La directrice de l'organisme, Hélène Chabot, explique que le fait que des intervenants soient disponibles en tout temps à la Bouffée d'Air du KRTB, le jour comme la nuit, est rassurant pour les gens qui vont y chercher de l'aide.

« Il y a des gens qui arrivent dans des états très aigus d'anxiété ou d'idées noires. Juste le fait qu'il y ait une présence, on sent très souvent que rapidement, [ils] décantent et [ils] relaxent. »

— Une citation de  Hélène Chabot, directrice de la Bouffée d'Air du KRTB

Rachel Perreault a fait appel à la Bouffée d'Air du KRTB à deux reprises au cours des 10 dernières années.

La première fois a été à la suite d'une séparation, puis la seconde fut après le suicide d'un proche.
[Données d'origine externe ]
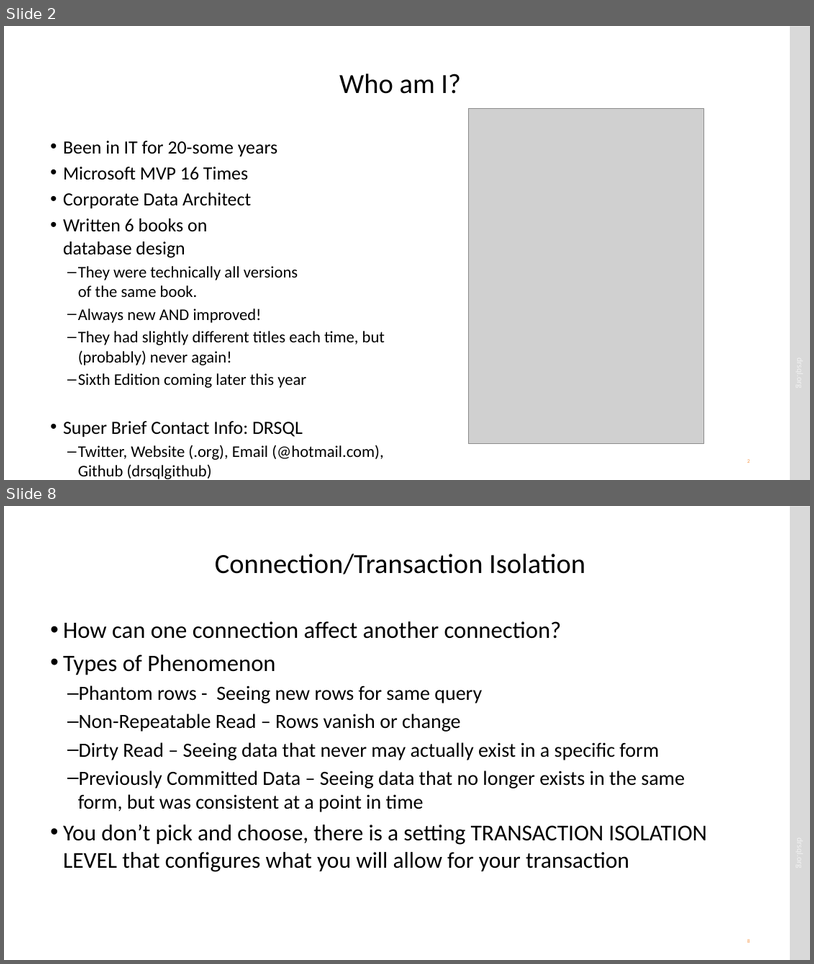
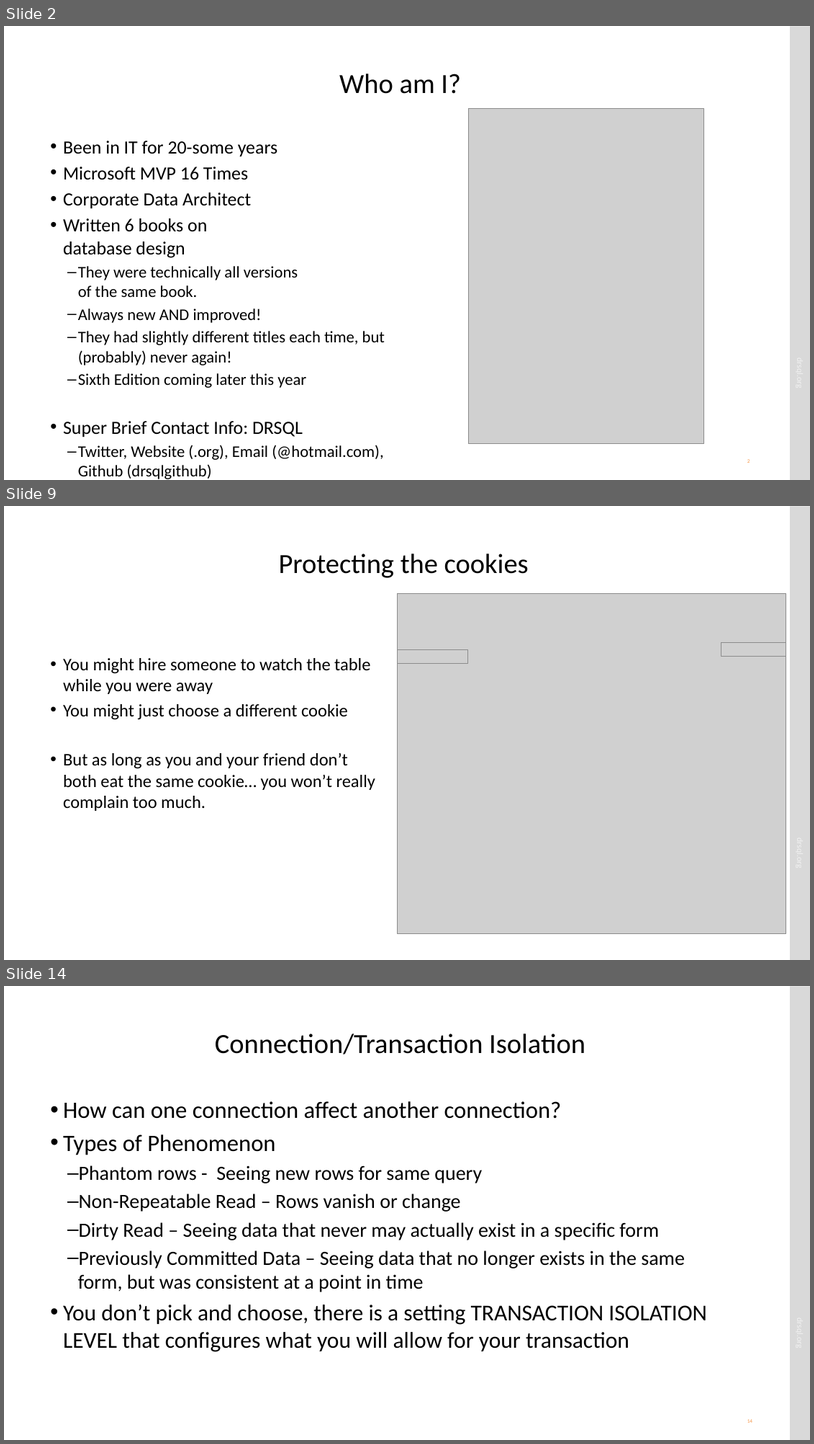
Before and after one commit to drsqlgithub/Presentation-Downloads, a slide deck: Concurrency/Matters of Concurrency.pptx. Shown one above the other, each under a label of ours: slides 2 and 8 before the commit, slides 2, 9 and 14 after it; the slides between them are not shown. The pictures are 814x964 and 814x1444 pixels, drawn with LibreOffice and Linux fonts; fonts in the diff are those of the drawing; grey boxes stand for pictures. Boxes give left, top, right and bottom in pixels: in the first picture for what was removed or moved away, otherwise in the second. Text is boxed around its words. In the diff, an @@ line names an element or a change of style, - is before the commit and + after.

```diff
--- a/Concurrency/Matters of Concurrency.pptx
+++ b/Concurrency/Matters of Concurrency.pptx
@@ slide 9 added at (4, 506, 810, 960), background #FFFFFF; not listed: 1 template element that a slide beside it also shows @@
@@ title added at (279, 554, 529, 578), 33 pt, text #000000 @@
+Protecting the cookies
@@ picture added at (397, 593, 786, 933) @@
@@ picture added at (397, 649, 468, 663) @@
@@ picture added at (721, 643, 786, 656) @@
@@ text added at (63, 658, 376, 811), 21 pt, text #000000 @@
+• You might hire someone to watch the table while you were away
+• You might just choose a different cookie
+• But as long as you and your friend don’t both eat the same cookie… you won’t really complain too much.
@@ what was slide 8 is now slide 14 @@
@@ page number at (748, 1419, 753, 1422): text changed @@
-8
+14
```
Also in this commit, not shown: 6 slides changed, 6 other slides added, 3 other files.

Elle y a passé près de trois semaines.

« On ne peut pas nécessairement se tourner vers n'importe qui, dans ces moments-là. »

— Une citation de  Rachel Perreault

J'y allais le soir, je dormais là et j'allais chercher ma sécurité. Le lendemain j'avais une rencontre, je quittais [l'organisme] et j'allais faire mes choses à la maison, mes petites affaires et mes commissions, décrit-elle.

Rachel Perreault fait maintenant partie du conseil d'administration de l'organisme. J'avais le goût de donner ce temps-là. J'étais reconnaissante de ce que j'avais reçu et j'avais envie de le redonner, reconnaît-elle.

La rareté de main-d'œuvre menace les services de l'organisme

L'organisme doit toutefois faire face à la rareté de main-d'œuvre.

On va devoir, à un moment donné, dire : "On ferme un mois, on ferme un mois et demi". On ne peut pas continuer 365 jours par an comme ça. Alors là, ça va avoir des impacts majeurs, estime la directrice de la Bouffée d'Air.

L'organisme souhaite trouver un ou deux intervenants supplémentaires dans les prochains jours, faute de quoi il pourrait ne plus être en mesure d'offrir ses services la fin de semaine.